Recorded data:
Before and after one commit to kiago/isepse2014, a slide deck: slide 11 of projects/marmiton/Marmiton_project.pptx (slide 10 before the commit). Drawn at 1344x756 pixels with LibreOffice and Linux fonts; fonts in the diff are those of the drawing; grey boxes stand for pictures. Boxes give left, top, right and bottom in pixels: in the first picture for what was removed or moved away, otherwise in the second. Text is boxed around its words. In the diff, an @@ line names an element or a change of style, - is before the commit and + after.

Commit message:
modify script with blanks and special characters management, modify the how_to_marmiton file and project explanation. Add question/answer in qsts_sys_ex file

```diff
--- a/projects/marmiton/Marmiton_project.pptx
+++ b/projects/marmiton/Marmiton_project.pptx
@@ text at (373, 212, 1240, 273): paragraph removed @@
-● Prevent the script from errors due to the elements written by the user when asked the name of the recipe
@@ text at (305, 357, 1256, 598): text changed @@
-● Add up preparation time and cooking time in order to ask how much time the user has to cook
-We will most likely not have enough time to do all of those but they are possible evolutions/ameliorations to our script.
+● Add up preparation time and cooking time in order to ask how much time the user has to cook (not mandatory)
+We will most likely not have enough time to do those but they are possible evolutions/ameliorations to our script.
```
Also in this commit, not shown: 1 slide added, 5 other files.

* * *

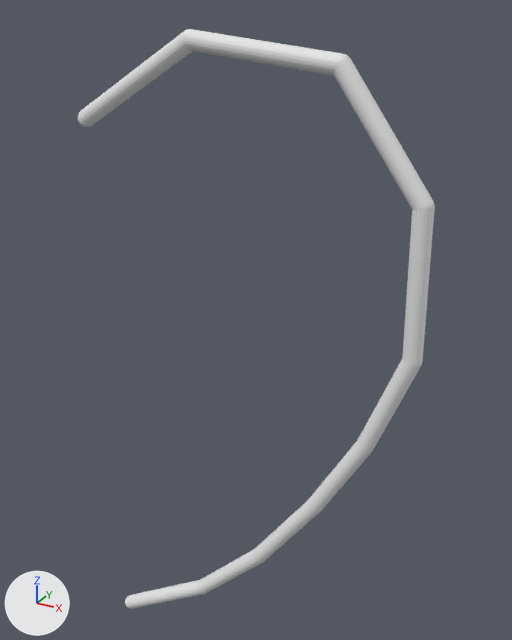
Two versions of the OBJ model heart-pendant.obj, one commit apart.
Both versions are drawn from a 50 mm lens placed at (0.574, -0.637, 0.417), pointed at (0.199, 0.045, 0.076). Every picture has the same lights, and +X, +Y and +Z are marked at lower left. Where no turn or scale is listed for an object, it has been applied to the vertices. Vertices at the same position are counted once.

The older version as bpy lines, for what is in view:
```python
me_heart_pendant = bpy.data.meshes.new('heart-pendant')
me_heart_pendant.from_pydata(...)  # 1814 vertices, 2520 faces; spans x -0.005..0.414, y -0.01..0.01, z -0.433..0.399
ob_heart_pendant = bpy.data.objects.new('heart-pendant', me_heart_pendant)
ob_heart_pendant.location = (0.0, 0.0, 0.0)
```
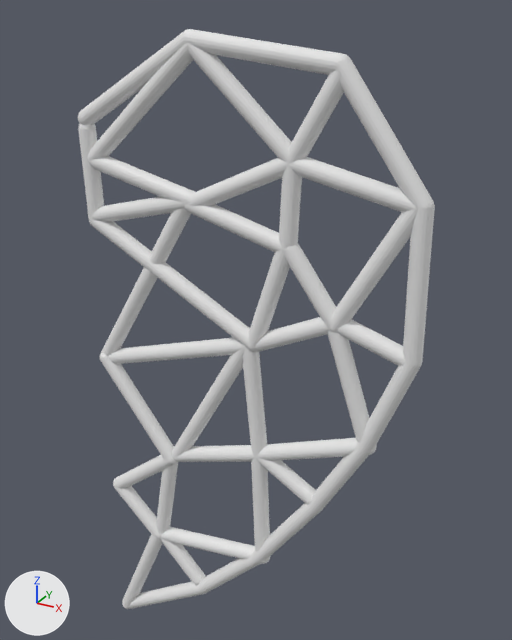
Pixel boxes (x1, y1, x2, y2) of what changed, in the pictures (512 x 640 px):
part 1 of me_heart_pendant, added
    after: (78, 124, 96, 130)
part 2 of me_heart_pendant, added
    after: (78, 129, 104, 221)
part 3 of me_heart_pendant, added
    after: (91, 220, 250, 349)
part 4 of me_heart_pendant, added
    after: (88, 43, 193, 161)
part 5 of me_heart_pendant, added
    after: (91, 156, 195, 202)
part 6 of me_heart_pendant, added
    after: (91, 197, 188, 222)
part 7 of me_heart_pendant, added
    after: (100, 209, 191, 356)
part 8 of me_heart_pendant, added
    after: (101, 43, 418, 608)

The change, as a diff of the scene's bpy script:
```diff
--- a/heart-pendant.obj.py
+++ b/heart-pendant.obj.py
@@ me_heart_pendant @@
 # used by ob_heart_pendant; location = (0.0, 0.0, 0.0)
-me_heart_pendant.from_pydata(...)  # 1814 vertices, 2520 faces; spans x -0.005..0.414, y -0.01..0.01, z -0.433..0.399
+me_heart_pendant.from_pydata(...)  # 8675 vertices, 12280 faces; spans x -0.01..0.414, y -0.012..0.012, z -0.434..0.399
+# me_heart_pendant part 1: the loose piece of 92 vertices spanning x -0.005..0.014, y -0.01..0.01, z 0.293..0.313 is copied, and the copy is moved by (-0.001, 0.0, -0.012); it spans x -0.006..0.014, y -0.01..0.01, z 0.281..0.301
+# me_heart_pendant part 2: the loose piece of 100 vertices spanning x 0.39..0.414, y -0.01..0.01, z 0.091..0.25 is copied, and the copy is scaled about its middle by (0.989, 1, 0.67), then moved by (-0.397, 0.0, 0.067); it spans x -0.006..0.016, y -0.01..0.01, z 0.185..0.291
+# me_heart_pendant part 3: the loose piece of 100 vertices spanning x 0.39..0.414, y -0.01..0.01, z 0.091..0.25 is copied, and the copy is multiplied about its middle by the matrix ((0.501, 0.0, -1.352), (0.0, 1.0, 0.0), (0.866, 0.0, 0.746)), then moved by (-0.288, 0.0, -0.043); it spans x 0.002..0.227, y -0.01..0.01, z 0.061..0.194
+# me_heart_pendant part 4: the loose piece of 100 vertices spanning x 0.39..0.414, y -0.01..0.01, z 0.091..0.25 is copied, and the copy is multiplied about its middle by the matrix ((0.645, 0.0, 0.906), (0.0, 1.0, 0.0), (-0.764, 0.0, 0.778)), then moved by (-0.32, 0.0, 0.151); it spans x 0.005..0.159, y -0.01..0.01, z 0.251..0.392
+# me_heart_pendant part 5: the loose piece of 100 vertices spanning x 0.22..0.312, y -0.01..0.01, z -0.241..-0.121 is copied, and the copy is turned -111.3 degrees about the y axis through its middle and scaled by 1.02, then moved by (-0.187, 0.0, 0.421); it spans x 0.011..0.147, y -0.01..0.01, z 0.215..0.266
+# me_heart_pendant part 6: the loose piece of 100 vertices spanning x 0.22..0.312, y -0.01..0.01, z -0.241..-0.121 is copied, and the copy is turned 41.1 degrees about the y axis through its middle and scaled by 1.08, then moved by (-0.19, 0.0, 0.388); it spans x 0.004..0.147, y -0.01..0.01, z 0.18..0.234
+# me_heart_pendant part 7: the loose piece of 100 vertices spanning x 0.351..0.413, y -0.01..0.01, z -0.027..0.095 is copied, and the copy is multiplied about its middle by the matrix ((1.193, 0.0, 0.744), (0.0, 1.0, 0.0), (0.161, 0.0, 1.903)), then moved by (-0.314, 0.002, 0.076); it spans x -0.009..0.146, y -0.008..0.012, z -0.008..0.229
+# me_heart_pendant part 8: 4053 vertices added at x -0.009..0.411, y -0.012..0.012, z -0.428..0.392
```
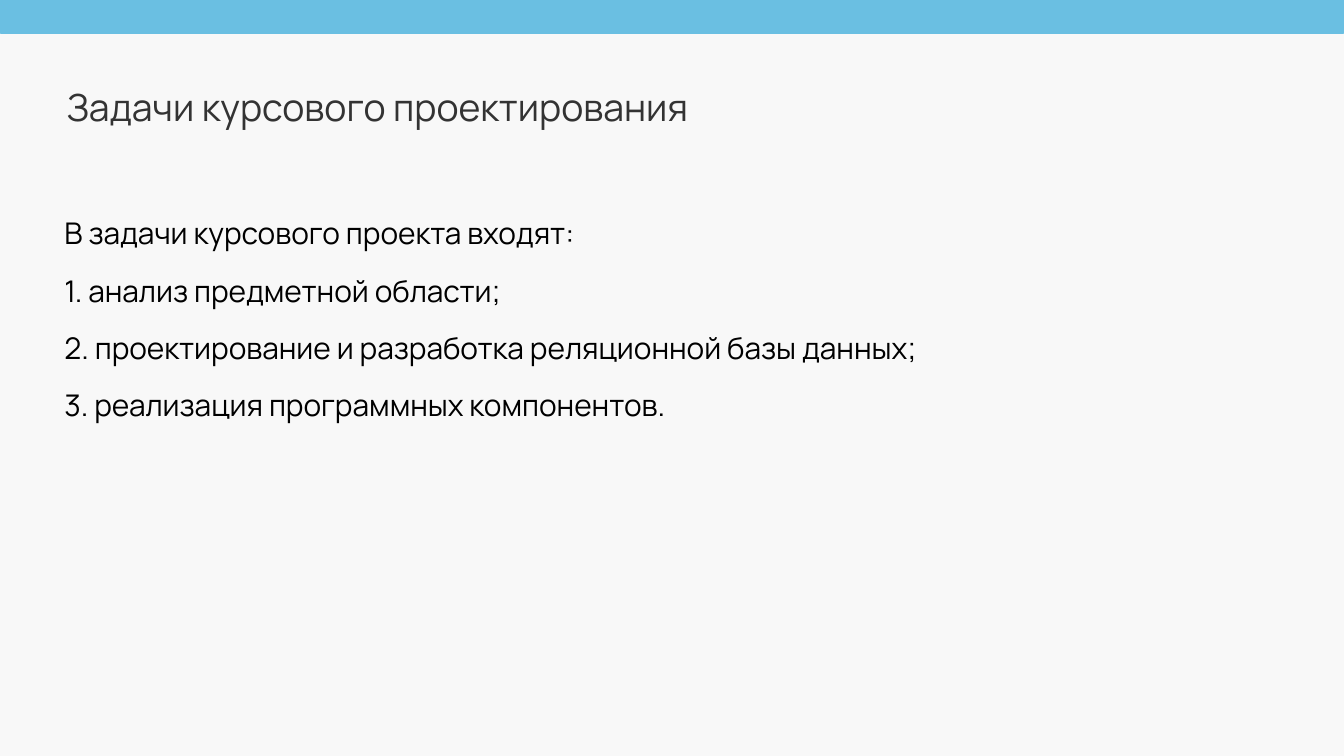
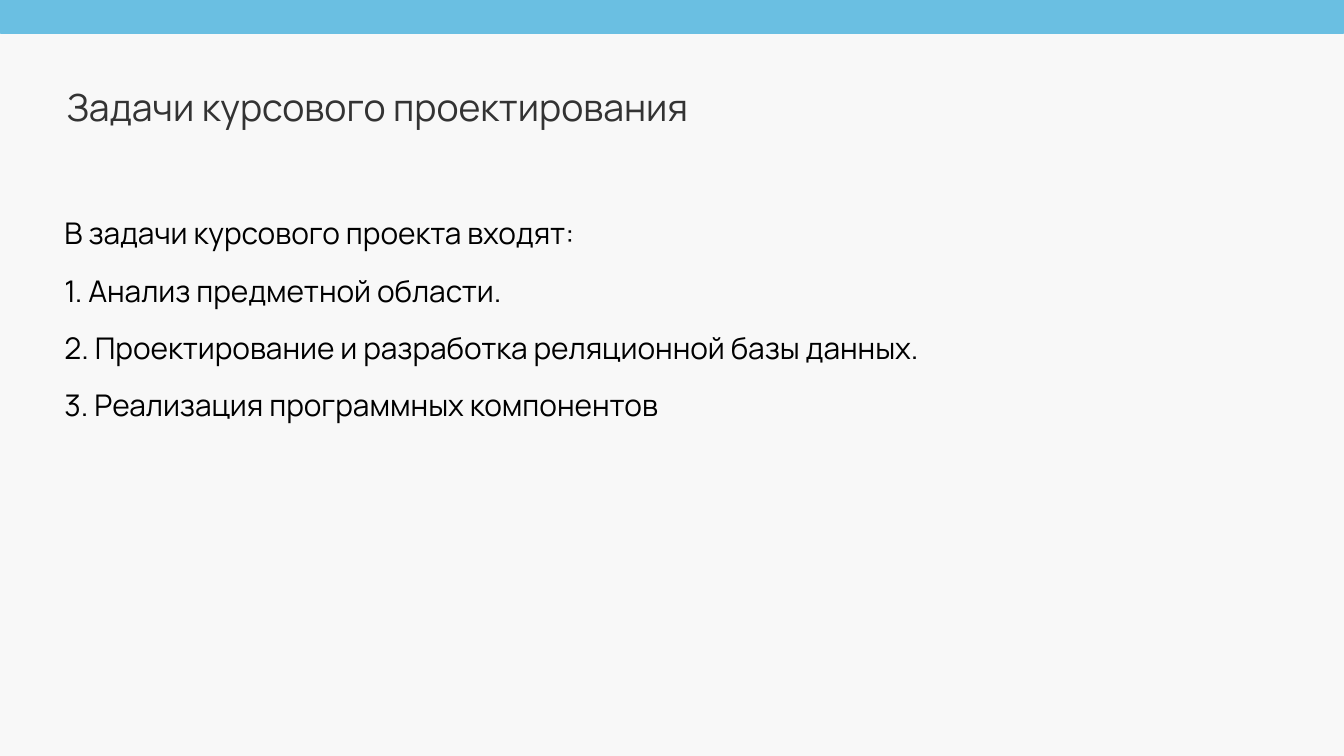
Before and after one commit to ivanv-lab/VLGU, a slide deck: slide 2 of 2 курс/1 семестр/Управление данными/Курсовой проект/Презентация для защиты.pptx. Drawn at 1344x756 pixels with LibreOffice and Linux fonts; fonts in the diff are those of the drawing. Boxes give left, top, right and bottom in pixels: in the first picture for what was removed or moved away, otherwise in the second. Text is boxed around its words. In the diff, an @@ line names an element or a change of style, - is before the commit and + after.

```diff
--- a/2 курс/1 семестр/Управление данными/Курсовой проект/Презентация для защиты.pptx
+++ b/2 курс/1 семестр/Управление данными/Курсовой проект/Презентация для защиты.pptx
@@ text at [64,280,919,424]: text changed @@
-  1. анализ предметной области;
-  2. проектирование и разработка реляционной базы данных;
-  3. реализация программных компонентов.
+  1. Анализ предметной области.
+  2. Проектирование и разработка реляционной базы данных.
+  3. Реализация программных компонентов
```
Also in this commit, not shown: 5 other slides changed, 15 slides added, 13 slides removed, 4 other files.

Task item> Your task is to restate, word for word, only those lines above that fall between the line holding "Pixel boxes (x1, y1, x2, y2)" and the line holding "part 5 of me_heart_pendant, added", inclusive.

Output below>
Pixel boxes (x1, y1, x2, y2) of what changed, in the pictures (512 x 640 px):
part 1 of me_heart_pendant, added
    after: (78, 124, 96, 130)
part 2 of me_heart_pendant, added
    after: (78, 129, 104, 221)
part 3 of me_heart_pendant, added
    after: (91, 220, 250, 349)
part 4 of me_heart_pendant, added
    after: (88, 43, 193, 161)
part 5 of me_heart_pendant, added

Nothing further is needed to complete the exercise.